Start by importing Pandas. We'll also import Matplotlib for any necessary visualizations:

In [None]:
import pandas as pd
import matplotlib.pyplot as plt

3. Creating a Synthetic Panel Dataset:

For the purpose of this example, let's create a synthetic dataset representing sales data over three years for different stores:

In [None]:
# Generate synthetic data
data = {
    'Year': ['2019', '2019', '2019', '2020', '2020', '2020', '2021', '2021', '2021'],
    'Store': ['Store_1', 'Store_2', 'Store_3', 'Store_1', 'Store_2', 'Store_3', 'Store_1', 'Store_2', 'Store_3'],
    'Sales': [200, 150, 300, 250, 180, 320, 300, 190, 350]
}

# Create a DataFrame
df = pd.DataFrame(data)

# Convert 'Year' to datetime type
df['Year'] = pd.to_datetime(df['Year'])

# Display the DataFrame
print(df)

4. Visualizing the Data:

It’s beneficial to visualize panel data to understand trends over time across different entities.

In [None]:
# Plot sales over time for each store
for label, grp in df.groupby('Store'):
    plt.plot(grp['Year'], grp['Sales'], label=label)
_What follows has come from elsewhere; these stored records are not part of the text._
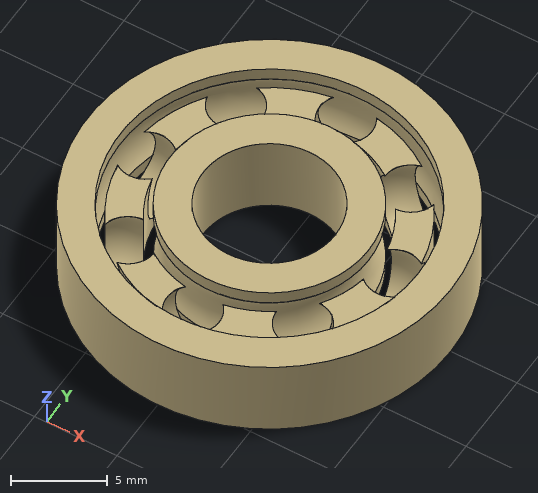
import cadquery as cq
import math

bore_diameter = 8.0
inner_ring_diameter = 12.0
cage_inner_diameter = 13.0
cage_outer_diameter = 17.0
outer_ring_bore = 18.0
outer_diameter = 22.0

width = 5.0
cage_bottom = 0.0
cage_top = 4.1

ball_diameter = 4.5
ball_count = 8
ball_height = width / 2
pitch_radius = (inner_ring_diameter + outer_ring_bore) / 4


def annulus(outer, inner, bottom, top):
    """Plain ring between two diameters and two heights."""
    section = cq.Workplane("XY", origin=(0, 0, bottom)).circle(outer / 2).circle(inner / 2)
    return section.extrude(top - bottom)


def raceway():
    """Torus swept by a ball as it rolls around the bearing axis."""
    return cq.Workplane(cq.Solid.makeTorus(pitch_radius, ball_diameter / 2, cq.Vector(0, 0, ball_height)))


def ball_space(index):
    """Sphere at one of the evenly spaced ball positions."""
    angle = math.radians(index * 360 / ball_count)
    center = (pitch_radius * math.cos(angle), pitch_radius * math.sin(angle), ball_height)
    return cq.Workplane("XY", origin=center).sphere(ball_diameter / 2)


def make_inner_ring():
    return annulus(inner_ring_diameter, bore_diameter, 0, width).cut(raceway())


def make_outer_ring():
    return annulus(outer_diameter, outer_ring_bore, 0, width).cut(raceway())


def make_cage():
    """Crown cage whose spherical pockets open upward through narrowed mouths."""
    cage = annulus(cage_outer_diameter, cage_inner_diameter, cage_bottom, cage_top)
    for index in range(ball_count):
        cage = cage.cut(ball_space(index))
    return cage


inner_ring = make_inner_ring()
outer_ring = make_outer_ring()
cage = make_cage()

result = cq.Compound.makeCompound([inner_ring.val(), outer_ring.val(), cage.val()])

plt.title('Sales Over Time by Store')
plt.xlabel('Year')
plt.ylabel('Sales')
plt.legend()
plt.show()

5. Performing Panel Data Analysis:

For panel data analysis, we can calculate growth rates or changes over time to understand trends:

In [None]:
# Calculate year-over-year growth for each store
df['Year'] = df['Year'].dt.year  # simplify the year for easier subtraction
df.sort_values(by=['Store', 'Year'], inplace=True)

# Group by 'Store' and calculate the percentage change year over year
df['Sales Growth'] = df.groupby('Store')['Sales'].pct_change() * 100

# Fill NaN values that result from no previous year data with zero
df['Sales Growth'] = df['Sales Growth'].fillna(0)

# Display the modified DataFrame
print(df)

6. Insights and Further Analysis:

The growth rates provide clear insights into how sales are evolving for each store. For deeper analysis, one could implement statistical tests to determine if the changes are statistically significant or use advanced time series techniques to forecast future sales. You may want to revisit this dataset towards the end of this course.

Conclusion:

Handling panel data in Python using Pandas is straightforward thanks to the library's robust data manipulation capabilities. By transforming, aggregating, and visualizing panel data effectively, researchers and analysts can uncover significant trends and interactions that inform strategic decisions. Whether for academic research or business analysis, the ability to parse through panel data efficiently is invaluable in deriving actionable insights from complex datasets spanning multiple dimensions.